A Home Within has been a resource for youth throughout the nation since 2001, when executive director Dr. Toni Heineman decided to expand the organization's reach beyond its home in San Francisco. Today, they serve children in care and emancipated youth in 25 states.

Former foster youth who aged out of the system experience Post Traumatic Stress Disorder (PTSD) at rates higher than soldiers returning from the Iraq War, according to the 2005 Casey Northwest Alumni study. Overall, 21.5 percent of foster youth experience PTSD , five times the rate of the general population.

Part of the service that therapists of A Home Within provide to youth in care is not only a space to heal and deal with issues, but a stable relationship with a caring adult. The importance of that relationship is a large reason why therapists must agree to work with young people for free, says Dr. Heineman.

"Often times the therapist is the only person in the child's life who isn't getting paid to help them," said Heineman.

Dr. Heineman started the organization in 1994 with a small group of clinicians who saw a need within the child welfare system and wanted to serve. The group would casually gather and discuss ways of offering services to youth in foster care. After a while, its endeavor proved difficult with navigating reimbursement and other bureaucratic hoops.

So they thought, "What if we just work for free and do what we want to, which is psychotherapy?" recalls Dr. Heineman.

Since then, therapists have opened spaces in their private practices and other offices to youth in care. And since 2001, when the organization started tracking the number of youth they serve, they have provided free therapy to over 900 youth.
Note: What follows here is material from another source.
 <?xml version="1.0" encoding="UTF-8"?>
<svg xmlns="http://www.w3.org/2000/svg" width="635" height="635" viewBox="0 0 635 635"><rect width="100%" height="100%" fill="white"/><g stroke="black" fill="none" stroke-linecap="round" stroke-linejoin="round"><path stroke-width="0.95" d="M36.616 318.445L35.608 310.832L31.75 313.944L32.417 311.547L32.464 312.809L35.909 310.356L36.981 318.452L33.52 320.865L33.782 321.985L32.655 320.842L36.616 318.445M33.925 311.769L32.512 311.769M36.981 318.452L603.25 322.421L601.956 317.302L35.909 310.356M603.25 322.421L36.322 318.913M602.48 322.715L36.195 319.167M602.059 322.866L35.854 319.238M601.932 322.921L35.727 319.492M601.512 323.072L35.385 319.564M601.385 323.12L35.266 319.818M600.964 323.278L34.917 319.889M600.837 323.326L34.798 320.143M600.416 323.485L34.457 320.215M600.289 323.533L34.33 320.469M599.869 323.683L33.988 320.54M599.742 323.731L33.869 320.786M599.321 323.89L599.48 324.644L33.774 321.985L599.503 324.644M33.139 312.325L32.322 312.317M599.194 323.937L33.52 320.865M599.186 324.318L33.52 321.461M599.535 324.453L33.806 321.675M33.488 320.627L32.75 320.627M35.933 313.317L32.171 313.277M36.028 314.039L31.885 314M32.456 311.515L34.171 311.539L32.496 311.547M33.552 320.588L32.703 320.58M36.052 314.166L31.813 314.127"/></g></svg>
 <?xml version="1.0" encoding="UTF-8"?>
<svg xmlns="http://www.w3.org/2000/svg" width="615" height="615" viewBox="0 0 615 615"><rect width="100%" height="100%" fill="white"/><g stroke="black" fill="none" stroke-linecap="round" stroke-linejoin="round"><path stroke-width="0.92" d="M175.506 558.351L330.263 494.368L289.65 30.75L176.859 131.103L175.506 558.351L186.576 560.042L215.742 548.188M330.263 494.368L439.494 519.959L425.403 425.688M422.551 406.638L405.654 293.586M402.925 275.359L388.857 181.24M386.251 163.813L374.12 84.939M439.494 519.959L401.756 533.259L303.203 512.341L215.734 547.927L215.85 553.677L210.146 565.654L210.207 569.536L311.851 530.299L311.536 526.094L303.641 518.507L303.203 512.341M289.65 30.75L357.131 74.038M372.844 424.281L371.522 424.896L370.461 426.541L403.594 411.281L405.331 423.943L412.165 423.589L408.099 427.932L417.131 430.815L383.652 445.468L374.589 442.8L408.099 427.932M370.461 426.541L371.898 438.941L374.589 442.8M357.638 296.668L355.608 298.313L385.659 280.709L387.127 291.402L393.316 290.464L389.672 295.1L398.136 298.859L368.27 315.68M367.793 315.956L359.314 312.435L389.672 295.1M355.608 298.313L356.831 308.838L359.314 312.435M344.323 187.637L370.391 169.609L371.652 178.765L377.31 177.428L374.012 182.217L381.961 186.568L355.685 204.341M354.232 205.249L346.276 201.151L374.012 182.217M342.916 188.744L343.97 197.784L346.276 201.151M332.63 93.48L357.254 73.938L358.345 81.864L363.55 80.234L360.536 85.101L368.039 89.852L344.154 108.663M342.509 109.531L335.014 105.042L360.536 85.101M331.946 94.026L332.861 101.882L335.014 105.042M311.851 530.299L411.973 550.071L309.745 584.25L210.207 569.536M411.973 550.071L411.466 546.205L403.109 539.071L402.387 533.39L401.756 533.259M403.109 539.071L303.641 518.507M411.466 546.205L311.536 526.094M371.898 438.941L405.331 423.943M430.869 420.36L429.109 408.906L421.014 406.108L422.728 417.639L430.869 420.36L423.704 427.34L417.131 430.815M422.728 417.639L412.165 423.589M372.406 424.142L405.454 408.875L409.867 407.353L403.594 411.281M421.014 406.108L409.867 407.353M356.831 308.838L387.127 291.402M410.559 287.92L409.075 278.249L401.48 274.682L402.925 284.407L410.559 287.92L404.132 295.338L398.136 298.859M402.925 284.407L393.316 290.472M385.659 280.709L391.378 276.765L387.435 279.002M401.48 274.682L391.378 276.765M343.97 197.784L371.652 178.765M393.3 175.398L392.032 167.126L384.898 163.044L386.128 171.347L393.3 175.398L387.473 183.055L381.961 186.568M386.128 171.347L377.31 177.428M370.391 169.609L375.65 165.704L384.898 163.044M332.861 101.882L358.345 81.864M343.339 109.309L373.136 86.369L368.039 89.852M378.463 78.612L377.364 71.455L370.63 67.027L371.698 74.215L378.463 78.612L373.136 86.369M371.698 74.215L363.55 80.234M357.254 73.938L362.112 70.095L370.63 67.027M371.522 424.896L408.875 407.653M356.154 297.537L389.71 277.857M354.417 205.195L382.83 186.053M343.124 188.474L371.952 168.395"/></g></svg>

Therapists work with youth for an average of 3.5 years.

Their dedication hasn't gone unnoticed. This month, Dr. Heineman, as a representative of A Home Within, was named a finalist in the Schwab Global Social Entrepreneur of the Year Award competition.

To fund the administration of the organization, A Home Within receives 70 percent of its funding from foundations and the remaining 30 percent from individuals. This month, in honor of National Foster Care Month, all donations are being matched dollar-for-dollar by the Peery Foundation, up to $25,000 dollars.

Pamela Braswell, a therapist who has volunteered with A Home Within since 1998, has heard from youth she has worked with how that consistent relationship makes a difference. One of her clients, a child with whom she had worked since he was nine years old, expressed to her when he was 21 how their relationship made her different from every other adult in his life.

"Not until later could he say, 'Wow, you really know my history. No one else does,'" Braswell recalls.

Stapleton has already seen results in her child. When Kayla turned eight, Stapleton and her partner remember their daughter coming to them with an epiphany, confessing that she no longer wanted to be a bully.

"I used to be a bully, but not anymore," said Kayla, now 10, "because it's rude to steal things, and I feel much more comfortable in a family."

"She is far more able to handle conflict and express her feelings. She's resilient, she's amazing," said Stapleton.

This story first ran in the Chronicle of Social Change, a new online publication dedicated to children and youth issues.